■ PROVIDED INFORMATION:

——————————

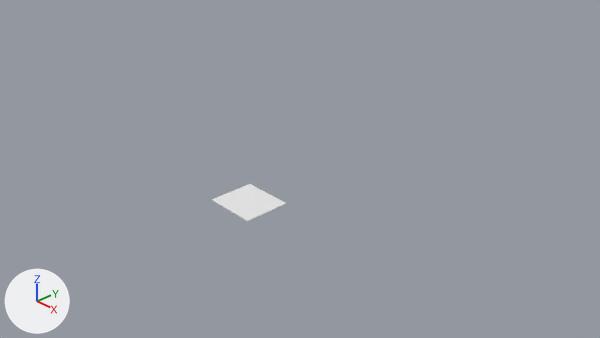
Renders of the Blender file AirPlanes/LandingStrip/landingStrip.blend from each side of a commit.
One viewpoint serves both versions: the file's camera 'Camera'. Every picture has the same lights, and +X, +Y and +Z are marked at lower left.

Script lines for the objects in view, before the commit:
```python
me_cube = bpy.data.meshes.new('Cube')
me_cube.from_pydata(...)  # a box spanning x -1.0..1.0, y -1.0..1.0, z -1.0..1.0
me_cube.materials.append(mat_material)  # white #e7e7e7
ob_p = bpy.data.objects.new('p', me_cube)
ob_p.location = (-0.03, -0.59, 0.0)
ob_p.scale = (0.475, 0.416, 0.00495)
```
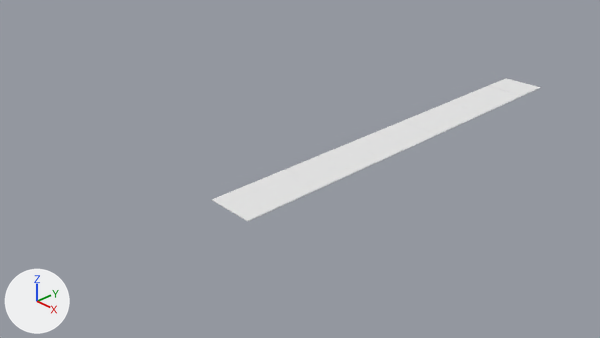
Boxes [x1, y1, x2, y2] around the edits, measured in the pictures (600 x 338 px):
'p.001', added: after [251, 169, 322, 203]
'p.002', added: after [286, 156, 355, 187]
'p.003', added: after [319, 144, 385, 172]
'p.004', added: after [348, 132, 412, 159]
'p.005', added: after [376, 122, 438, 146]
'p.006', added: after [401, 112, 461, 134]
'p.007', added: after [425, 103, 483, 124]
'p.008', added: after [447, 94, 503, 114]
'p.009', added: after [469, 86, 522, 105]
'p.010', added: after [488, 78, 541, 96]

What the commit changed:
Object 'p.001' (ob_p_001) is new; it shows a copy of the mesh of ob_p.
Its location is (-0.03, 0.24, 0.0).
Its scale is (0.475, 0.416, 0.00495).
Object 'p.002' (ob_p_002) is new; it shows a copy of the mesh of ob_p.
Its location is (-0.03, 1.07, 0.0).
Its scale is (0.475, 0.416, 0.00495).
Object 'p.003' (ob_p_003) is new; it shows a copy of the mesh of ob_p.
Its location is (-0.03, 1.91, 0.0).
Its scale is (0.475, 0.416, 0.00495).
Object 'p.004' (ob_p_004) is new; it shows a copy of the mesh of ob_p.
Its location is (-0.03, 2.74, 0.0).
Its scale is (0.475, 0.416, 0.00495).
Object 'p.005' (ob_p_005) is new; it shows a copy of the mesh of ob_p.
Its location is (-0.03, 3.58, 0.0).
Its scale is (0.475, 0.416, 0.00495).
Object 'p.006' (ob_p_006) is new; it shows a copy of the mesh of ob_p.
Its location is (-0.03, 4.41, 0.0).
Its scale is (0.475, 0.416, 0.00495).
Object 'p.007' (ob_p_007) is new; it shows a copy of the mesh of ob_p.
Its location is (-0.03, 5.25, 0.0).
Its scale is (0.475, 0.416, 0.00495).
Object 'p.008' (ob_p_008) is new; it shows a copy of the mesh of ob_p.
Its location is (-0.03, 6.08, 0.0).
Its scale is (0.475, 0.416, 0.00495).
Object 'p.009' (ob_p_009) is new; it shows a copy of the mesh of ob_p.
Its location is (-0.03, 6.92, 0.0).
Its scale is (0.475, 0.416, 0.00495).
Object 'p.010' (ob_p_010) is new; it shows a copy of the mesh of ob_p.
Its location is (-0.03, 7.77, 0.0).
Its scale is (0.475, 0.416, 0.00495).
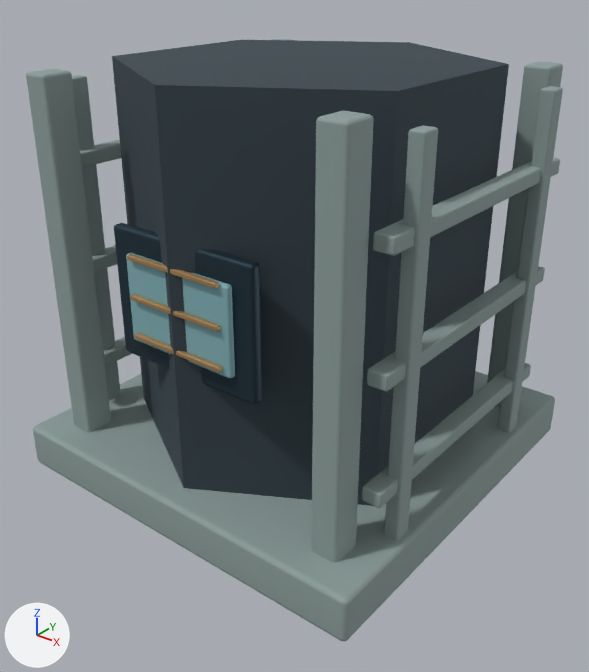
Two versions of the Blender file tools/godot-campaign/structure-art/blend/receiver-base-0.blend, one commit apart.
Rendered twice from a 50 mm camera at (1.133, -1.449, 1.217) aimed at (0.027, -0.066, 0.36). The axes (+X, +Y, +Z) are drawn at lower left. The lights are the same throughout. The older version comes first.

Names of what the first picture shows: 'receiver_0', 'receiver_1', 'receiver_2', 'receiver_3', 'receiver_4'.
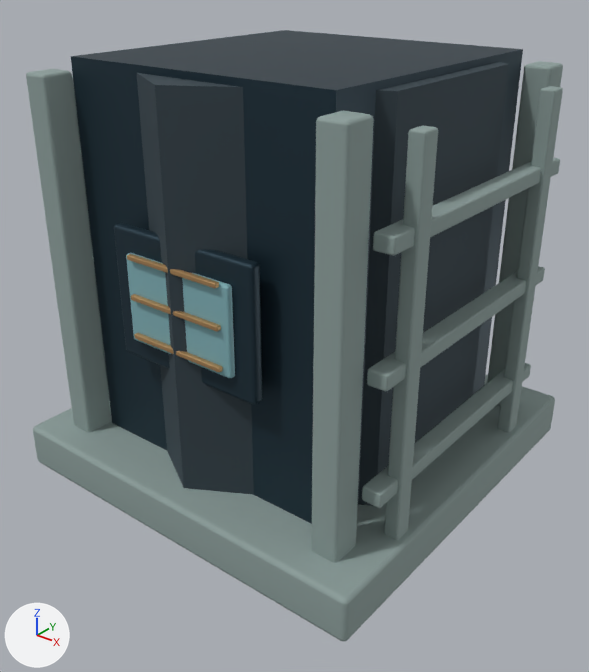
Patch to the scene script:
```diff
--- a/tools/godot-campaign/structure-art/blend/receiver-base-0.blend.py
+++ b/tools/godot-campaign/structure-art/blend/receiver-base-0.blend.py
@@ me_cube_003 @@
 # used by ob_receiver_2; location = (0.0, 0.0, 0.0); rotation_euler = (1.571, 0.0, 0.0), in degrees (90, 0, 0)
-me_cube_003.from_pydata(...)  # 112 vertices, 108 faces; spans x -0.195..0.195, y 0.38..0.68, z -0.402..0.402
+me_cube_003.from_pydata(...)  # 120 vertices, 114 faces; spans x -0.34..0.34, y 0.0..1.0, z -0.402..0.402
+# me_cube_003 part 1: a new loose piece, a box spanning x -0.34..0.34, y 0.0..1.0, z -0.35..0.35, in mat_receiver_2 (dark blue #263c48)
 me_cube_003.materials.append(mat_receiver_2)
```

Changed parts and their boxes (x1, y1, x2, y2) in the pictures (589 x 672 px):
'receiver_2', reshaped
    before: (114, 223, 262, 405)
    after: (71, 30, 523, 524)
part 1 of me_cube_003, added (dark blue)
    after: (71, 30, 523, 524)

——————————

Copy out every line of the entries where the string "godot" shows up.

Two versions of the Blender file tools/godot-campaign/structure-art/blend/receiver-base-0.blend, one commit apart.
--- a/tools/godot-campaign/structure-art/blend/receiver-base-0.blend.py
+++ b/tools/godot-campaign/structure-art/blend/receiver-base-0.blend.py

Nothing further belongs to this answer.